An indifference curve can be defined
as a line that pinpoints possible combinations between two goods (Edgmand et
al., 2007). These combinations showcase points where a consumer is indifferent,
that is a consumer is able to derive the same level of satisfaction from any
points in the curve. The figure below explains this scenario very well.
Diagram
1
Source: (Jackson et al., 2008, pg. 233)
The
graph above is a pictorial representation of how workers are able to maximize
their revenues by balancing working hours and leisure hours. From the graph, a worker is able to realize
the same level of utility or satisfaction by either combining 6 leisure hours
with 2 working hours or relatively by opting for 3 leisure hours and 5 work
hours’ combination. That implies that the worker is equally satisfied at point
A as he is satisfied at point B. The aforementioned is possible despite the
worker utilizing more leisure hours at point A or by opting for more working
hours i.e. at point B. When a customer moves from point A to point B, it means
that he/she is willing to forego 3 hours of leisure for 3 hours of work.
In real economic world, rational individuals will their
hard earned income on quite a number of goods and services in every stage of
their life. During these developments, they will be exposed to changes in
interest rates as well as commodity prices. The interest rates are used to
measure and ascertain the cost associated with commodities being consumed in relation
to future expectations. Considering the negative externalities present in world
markets, individuals are exposed to uncertainties whereby they may or may not
realize their full utility and subsequent satisfaction. The aforementioned
implies that advanced analysis of the indifference curve is relevant to
ascertain how utility is derived. The analysis is based on two goods, income
and leisure. However, it is prudent to expect that at the equilibrium of these
two goods under analysis, the marginal rate of substitution equals the relative
prices of the pair (Taylor & Moosa, 2008).

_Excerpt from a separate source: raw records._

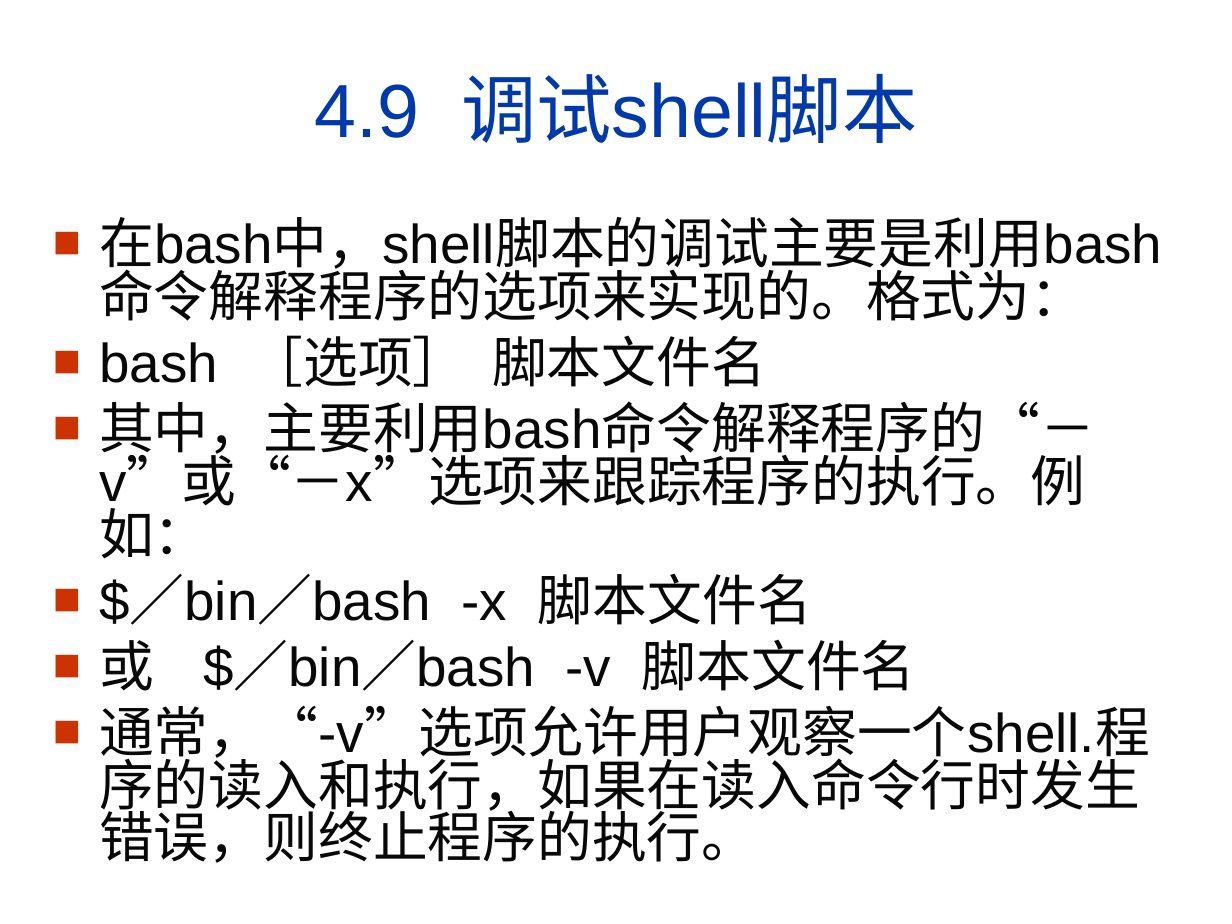
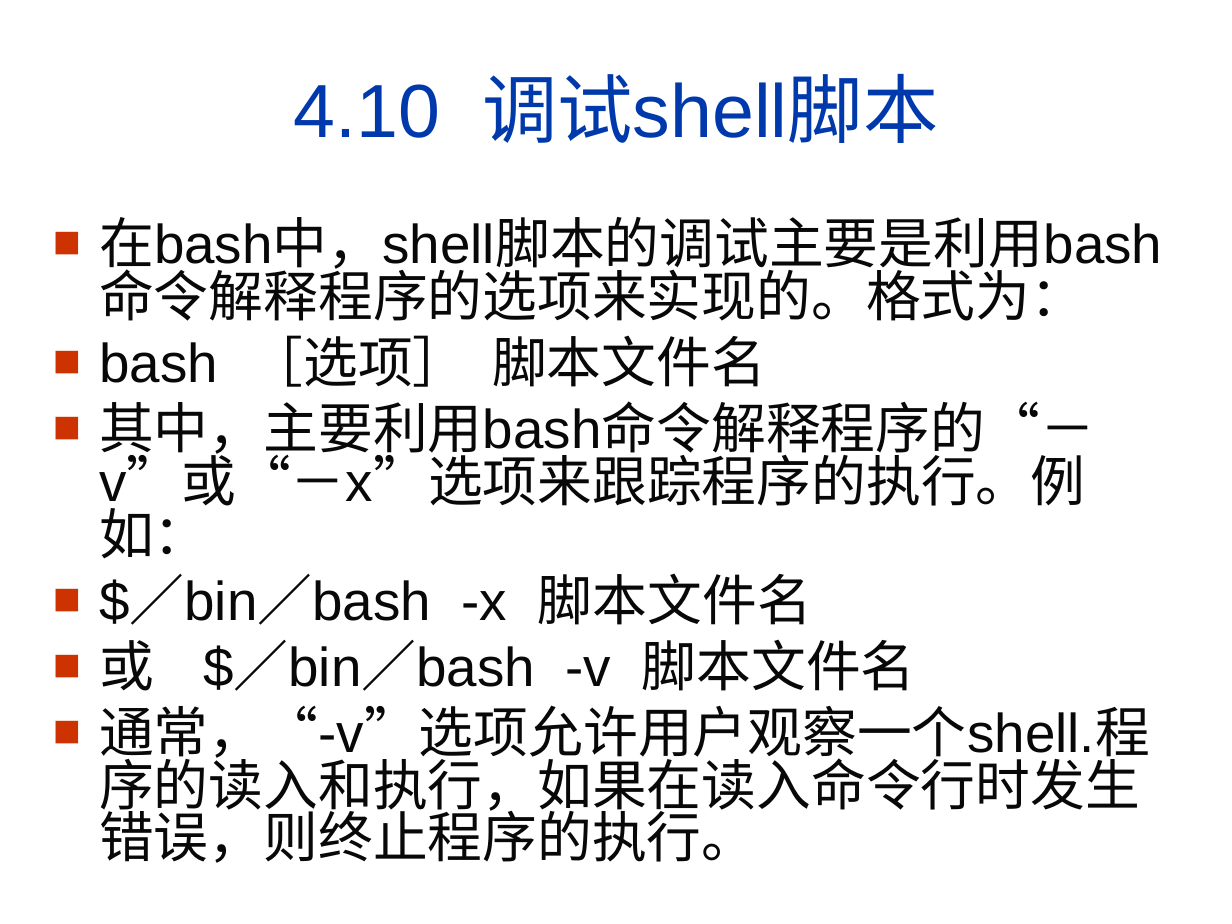
Before and after one commit to pingguocaihuiying/zhiliang729.github.io, a slide deck: slide 72 of shell/Shell_编程_教程.ppt (slide 69 before the commit). Drawn at 1232x924 pixels with LibreOffice and Linux fonts; fonts in the diff are those of the drawing; background and template pictures are left out. Boxes give left, top, right and bottom in pixels: in the first picture for what was removed or moved away, otherwise in the second. Text is boxed around its words. In the diff, an @@ line names an element or a change of style, - is before the commit and + after.

```diff
--- a/shell/Shell_编程_教程.ppt
+++ b/shell/Shell_编程_教程.ppt
@@ title at <box>294,74,938,143</box>: text changed @@
-4.9 调试shell脚本
+4.10 调试shell脚本
```
Also in this commit, not shown: 5 other slides changed, 3 slides added, 3 other files.

To maximize utility in the commodity market, one needs to
have access to good amounts of income. This income is often earned as a reward
of labor, where a worker sells his/her labor power for a wage or salary. In
indifference curve analysis, a worker derives his satisfaction by allocating
them to work and leisure. Despite it not being considered a good i.e. quite a
number of people believe that it lowers satisfaction, indifference curve helps
in the determination of how people are willing to work. Workers often assert that leisure, which is
an opposite of work, generates much utility. However, that might not
necessarily be the case in reality as consumers require income to enhance their
welfare (McTaggart et al., 2010).
A normal good can be defined as a commodity whose price
is largely depended on the income of the consumer. This implies that with an
increase in the level of income, a customer will consume more of the good. On the
other hand, a reduction in the level of income will largely hamper the demand
of such a good. From the above, it is apparent that the nature of a good often
changes depending on income range. Therefore, there is a high possibility that
a good may be a normal good as well as an inferior good. On matters income, an
individual who has a low income will often forgo leisure for work. In this case
therefore, leisure may be a normal good. That is, the worker will consume an
addition leisure hour for every increased penny in his income levels. However, considering the consumer income
increases rapidly, then more leisure hours will be foregone in the process
(Edgmand et al., 2007). The graph below
explains the scenario where leisure becomes a normal good at some point.
Therefore, the ultimate question that sought to be answered here is how much
leisure hour a worker is willing to sacrifice for a unit increase in his wage.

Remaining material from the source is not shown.